Birmingham's Role in Planning Research in GeRT
The Planning work package aims at developing and evaluating techniques for generalising the high-level behaviour in the robot programs and then generating new high-level behaviours for novel but analog tasks using planning techniques. Thus, we will learn action models in some suitable hybrid symbolic-geometric representation based on sets of example programs. This involves learning preconditions and effects, and in particular the parts of those preconditions and effects that concern the kinematics of the robot and its relation to the geometry of the scene. The example programs can also provide us with useful information about how to actually execute the modelled action. Birmingham's involvement in the work package is mostly in learning the action models from the example programs, although we will also contribute to defining the hybrid representation language.
We will use the action models to automatically generate plans for solving novel tasks, by which we mean tasks involving novel configurations of novel objects belonging to familiar classes, and involving familiar types of actions. For that purpose, we will develop a hybrid geometric-symbolic planner, which can perform reasoning both on the symbolic level and on the geometrical/kinematic level. The major effort here will be on handling the hybrid states and transitions between them. Finally, the actions in these plans should be turned into robot programs that are appropriate for the current situation and executed by the robot. This work is primarily taking place at Örebro University, although Birmingham will also be involved.
Action Learning
Given that the problem is to learn actions from example programs and then build plans with those actions, a very important question is what the most appropriate level of abstraction is for the learned actions. There are three dimensions to the problem: Firstly, to determine the best trade-off between the learned representation and the difficulty of planning. More generalized action models (e.g. grasp-object(x)) make planning easier, as the action space is smaller. On the other hand, the learning task is easier if the action models concern more specific actions (e.g. grasp-bottle-on-left-side(x)).
Secondly, we need to choose how much of the geometric state to abstract away. A purely symbolic planner risks either over- or under-estimating the situations in which actions are applicable, and might make it impossible to express e.g. why a certain action failed in a given situation. However, including all the geometric information in the planner’s representation makes the planning task much more computationally demanding and makes domain modelling harder.

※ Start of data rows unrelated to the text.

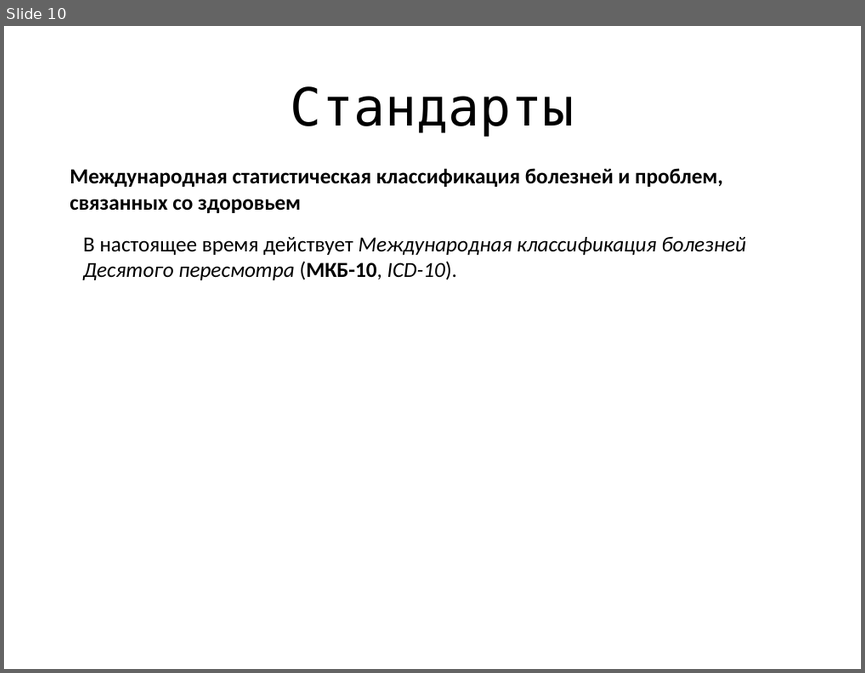
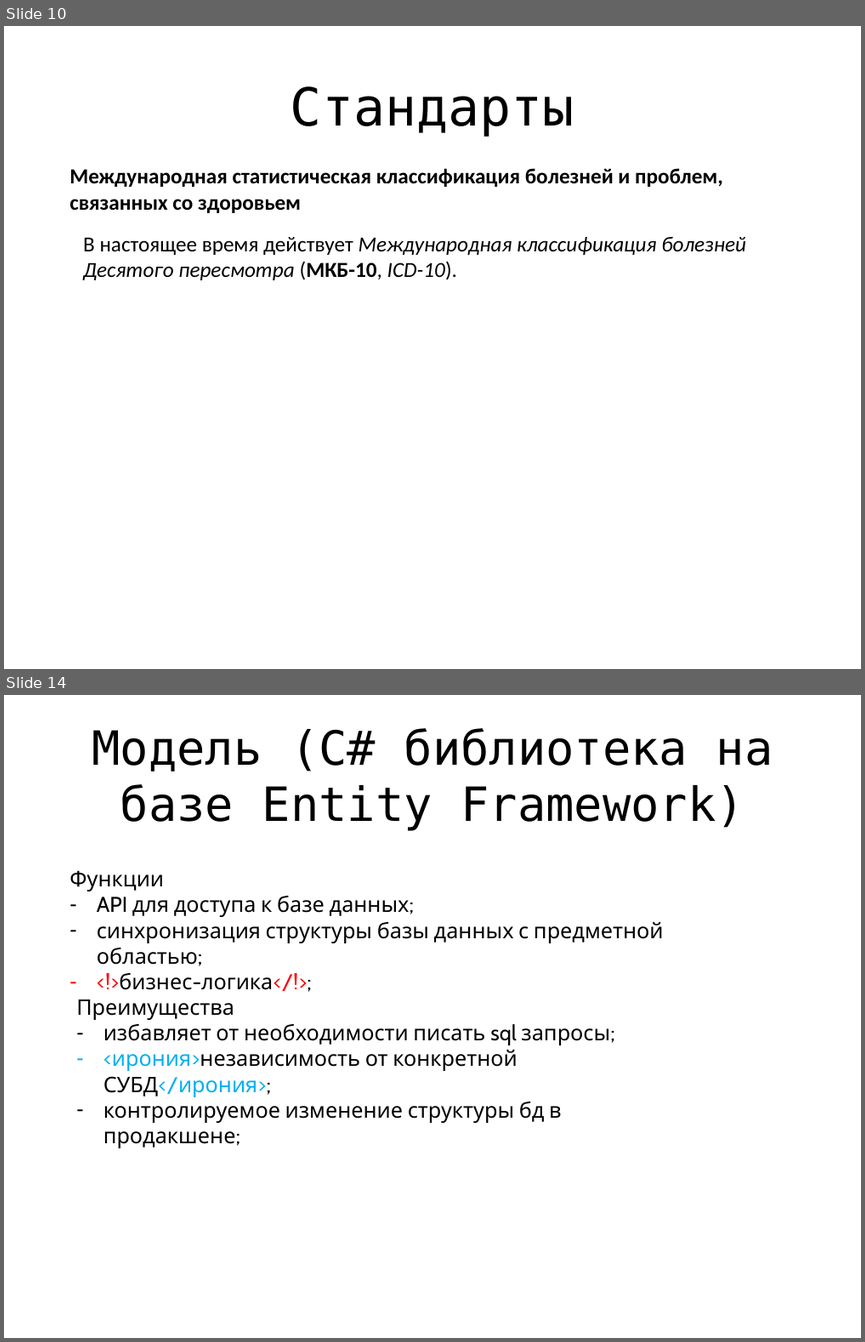
Before and after one commit to jpedraza/Health, a slide deck: Presentation/main.pptx. Shown one above the other, each under a label of ours: slide 10 before the commit, slides 10 and 14 after it; the slides between them are not shown. The pictures are 865x673 and 865x1342 pixels, drawn with LibreOffice and Linux fonts; fonts in the diff are those of the drawing. Boxes give left, top, right and bottom in pixels: in the first picture for what was removed or moved away, otherwise in the second. Text is boxed around its words. In the diff, an @@ line names an element or a change of style, - is before the commit and + after.

```diff
--- a/Presentation/main.pptx
+++ b/Presentation/main.pptx
@@ slide 14 added at [4, 695, 861, 1338], background #FFFFFF @@
@@ title added at [92, 728, 773, 830], 39.6 pt, text #000000 @@
+Модель (C# библиотека на базе Entity Framework)
@@ text added at [69, 870, 664, 992], 18 pt, text #000000 @@
+Функции
+– API для доступа к базе данных;
+– синхронизация структуры базы данных с предметной областью;
+– <!>бизнес-логика</!>;
@@ text added at [76, 999, 610, 1148], 18 pt, text #000000 @@
+Преимущества
+– избавляет от необходимости писать sql запросы;
+– <ирония>независимость от конкретной СУБД</ирония>;
+– контролируемое изменение структуры бд в продакшене;
```
Also in this commit, not shown: 3 slides changed, 11 other slides added, 1 slide removed.
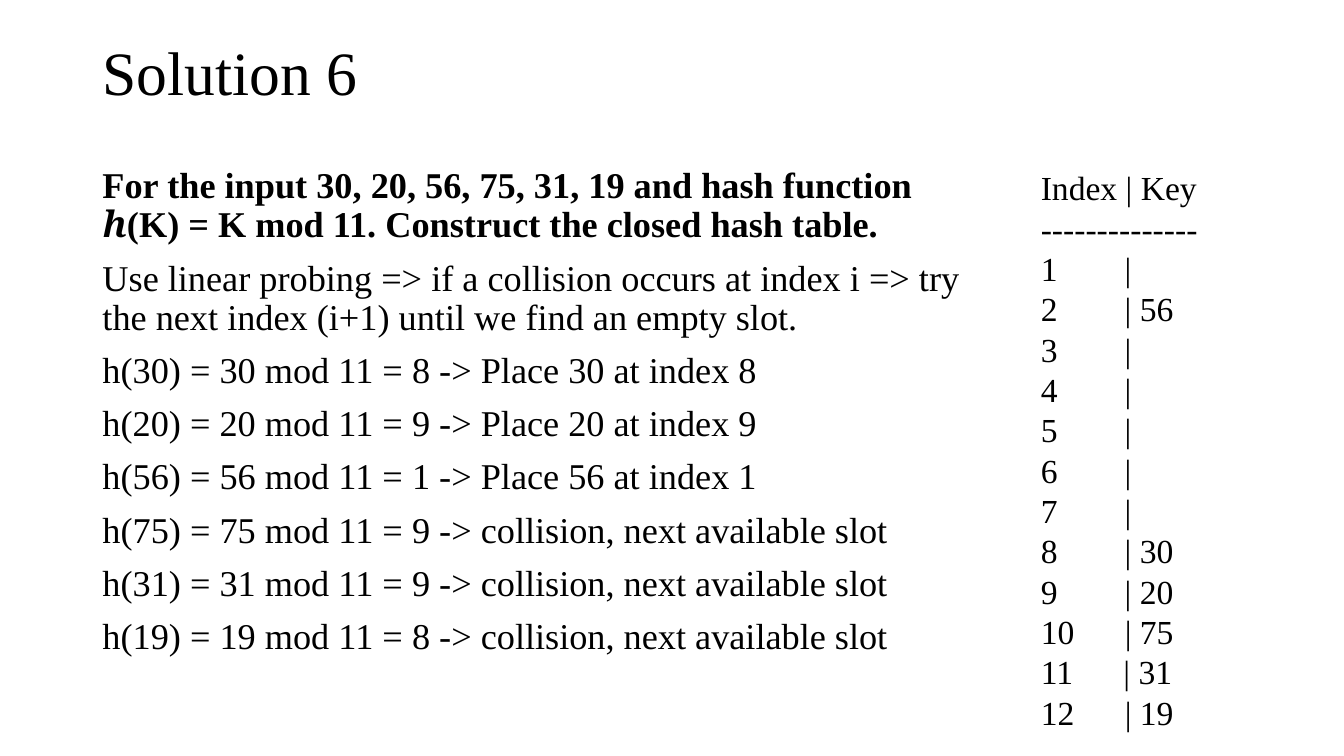
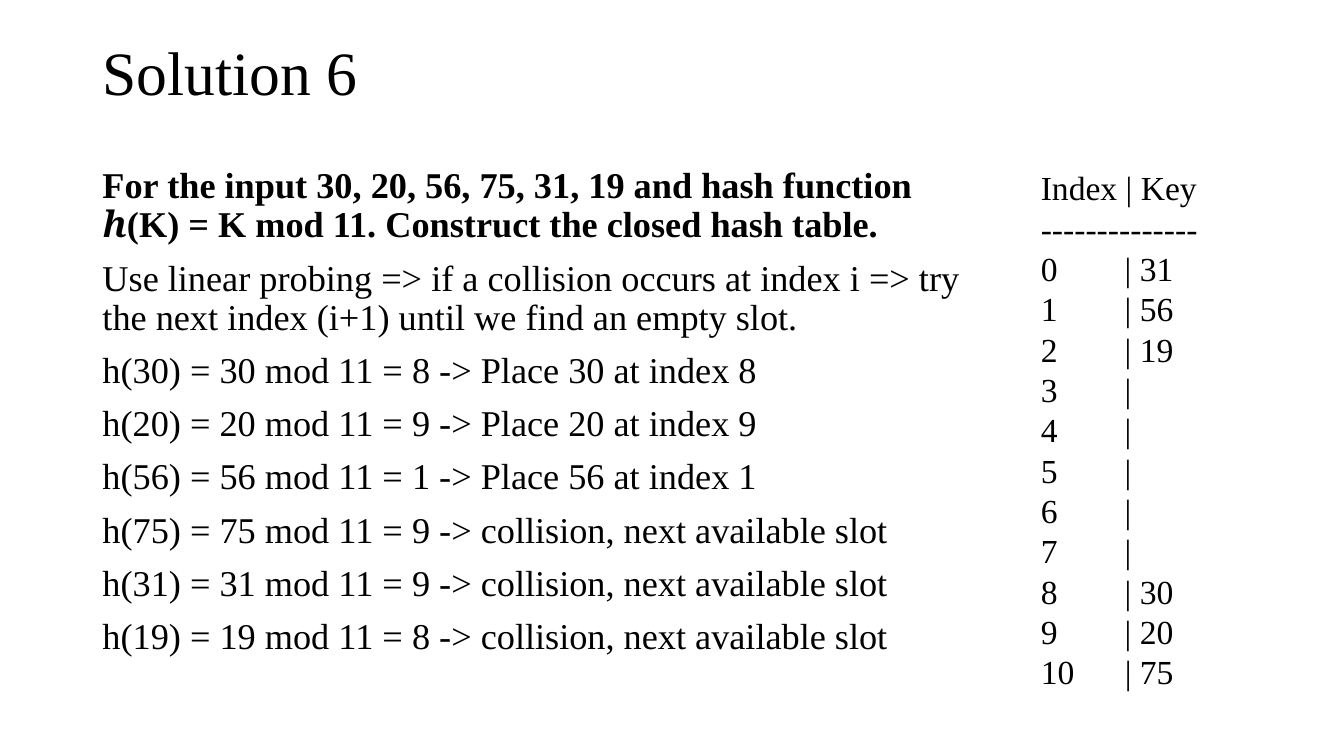
Before and after one commit to tamlhp/2801ict-public, a slide deck: slide 44 of week-7&8/problem-set/2801ict-week7&8.pptx. Drawn at 1344x756 pixels with LibreOffice and Linux fonts; fonts in the diff are those of the drawing. Boxes give left, top, right and bottom in pixels: in the first picture for what was removed or moved away, otherwise in the second. Text is boxed around its words. In the diff, an @@ line names an element or a change of style, - is before the commit and + after.

```diff
--- a/week-7&8/problem-set/2801ict-week7&8.pptx
+++ b/week-7&8/problem-set/2801ict-week7&8.pptx
@@ text at box(1041, 258, 1174, 363): text changed @@
-1 |
-2 | 56
+0 | 31
+1 | 56
+2 | 19
@@ text at box(1041, 661, 1174, 726): paragraphs removed @@
-11 | 31
-12 | 19
```
Also in this commit, not shown: 3 other slides changed.
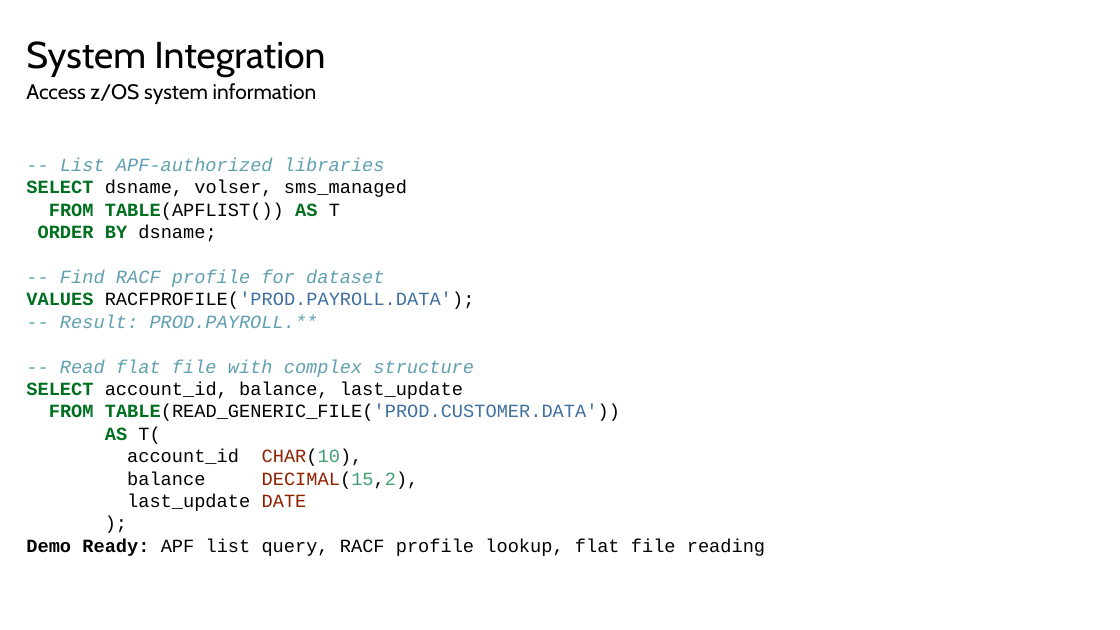
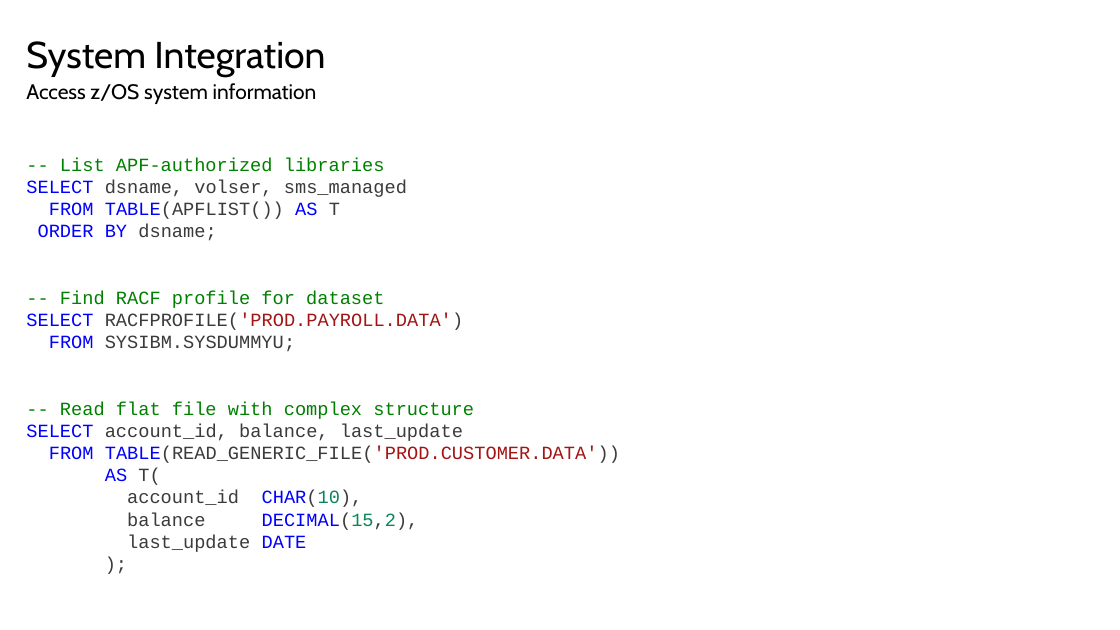
Before and after one commit to de103252/Db2_Routines, a slide deck: slide 13 of Db2 Routines Presentation.pptx (slide 21 before the commit). Drawn at 1120x630 pixels with LibreOffice and Linux fonts; fonts in the diff are those of the drawing; background and template pictures are left out. Boxes give left, top, right and bottom in pixels: in the first picture for what was removed or moved away, otherwise in the second. Text is boxed around its words. In the diff, an @@ line names an element or a change of style, - is before the commit and + after.

```diff
--- a/Db2 Routines Presentation.pptx
+++ b/Db2 Routines Presentation.pptx
@@ text at box(26, 158, 620, 552): text changed; text colour #000000 to #3B3B3B @@
--- List APF-authorized libraries
-SELECT dsname, volser, sms_managed
-FROM TABLE(APFLIST()) AS T
-ORDER BY dsname;
--- Find RACF profile for dataset
-VALUES RACFPROFILE('PROD.PAYROLL.DATA');
--- Result: PROD.PAYROLL.**
--- Read flat file with complex structure
-SELECT account_id, balance, last_update
-FROM TABLE(READ_GENERIC_FILE('PROD.CUSTOMER.DATA'))
-AS T(
-account_id CHAR(10),
-balance DECIMAL(15,2),
-last_update DATE
-);
-Demo Ready: APF list query, RACF profile lookup, flat file reading
+-- List APF-authorized libraries
+SELECT dsname, volser, sms_managed
+FROM TABLE(APFLIST()) AS T
+ORDER BY dsname;
+-- Find RACF profile for dataset
+SELECT RACFPROFILE('PROD.PAYROLL.DATA')
+FROM SYSIBM.SYSDUMMYU;
+-- Read flat file with complex structure
+SELECT account_id, balance, last_update
+FROM TABLE(READ_GENERIC_FILE('PROD.CUSTOMER.DATA'))
+AS T(
+account_id CHAR(10),
+balance DECIMAL(15,2),
+last_update DATE
+);
```
Also in this commit, not shown: 5 other slides changed, 1 slide removed.

Finally, generalizing actions from examples is much easier if the example programs are annotated with information about for instance what the operators achieve. However, annotating the programs is a significant extra demand to place on program designers and in an ideal situation would be minimized or avoided. These three dimensions will be explored both theoretically and experimentally in the parts of the work package which address learning of action models and hybrid planning.
In addition to all of these issues, the major challenge in action learning is that the learning must be accomplished from a very small number of examples. Annotation of the examples will certainly help with this, as will the availablility of a kinetic simulation that will allow potentially useful actions to be evaluated in different conditions.
Research Tasks
The three specific tasks that Birmingham are involved with are:
Task 1.3: Defining an action language
This task consists of defining a language for hybrid action models and situations. The language should be able to express preconditions and effects both in symbolic and geometric terms. The language should also allow certain elements of the symbolic and geometric components to be connected, along the lines of how symbolic places are connected to configurations in the work of Cambon et al [2009]. For instance, it is important to be able to connect the clause right-hand-grasping(o1) to the geometric/kinematic configurations where Justin’s right hand is grasping the object designated by the symbol o1
Task 1.4: Generalizing programs to action models
The problem here is to go from a set of programs and runs to action models. Action models are parameterised, e.g. grasp(x), meaning that they can be applied to a range of objects x. They include preconditions and effects, which may involve geometric information. In particular the geometric aspects of the actions need to be learned. The trade-off between manual annotation and autonomous learning of different aspects of the model will be studied here, as will the trade-off between generality/specificity of the action models (e.g. grasp-object(x) vs. grasp-bottle-from-left-side(x)) and its impact on the learning task.
Task 1.5. Hybrid planning
The action models are used to generate plans, consisting of sequences of actions. While searching for a plan, the action models tell us when a certain action is applicable (preconditions), and what effects it would have. Besides the action models, the planner would take as input the present situation and a goal. The planner must work in this space of hybrid symbolic-geometric situations. Hence the major scientific challenges are how to check whether actions are applicable and how to compute their effects (transitions between hybrid situations). The trade-offs regarding how general/specific actions are and how this affects the planning task, and how much geometric information to use in action models, will be investigated. The potential role of the example programs in the search in the configuration space is also an interesting question that will be investigated.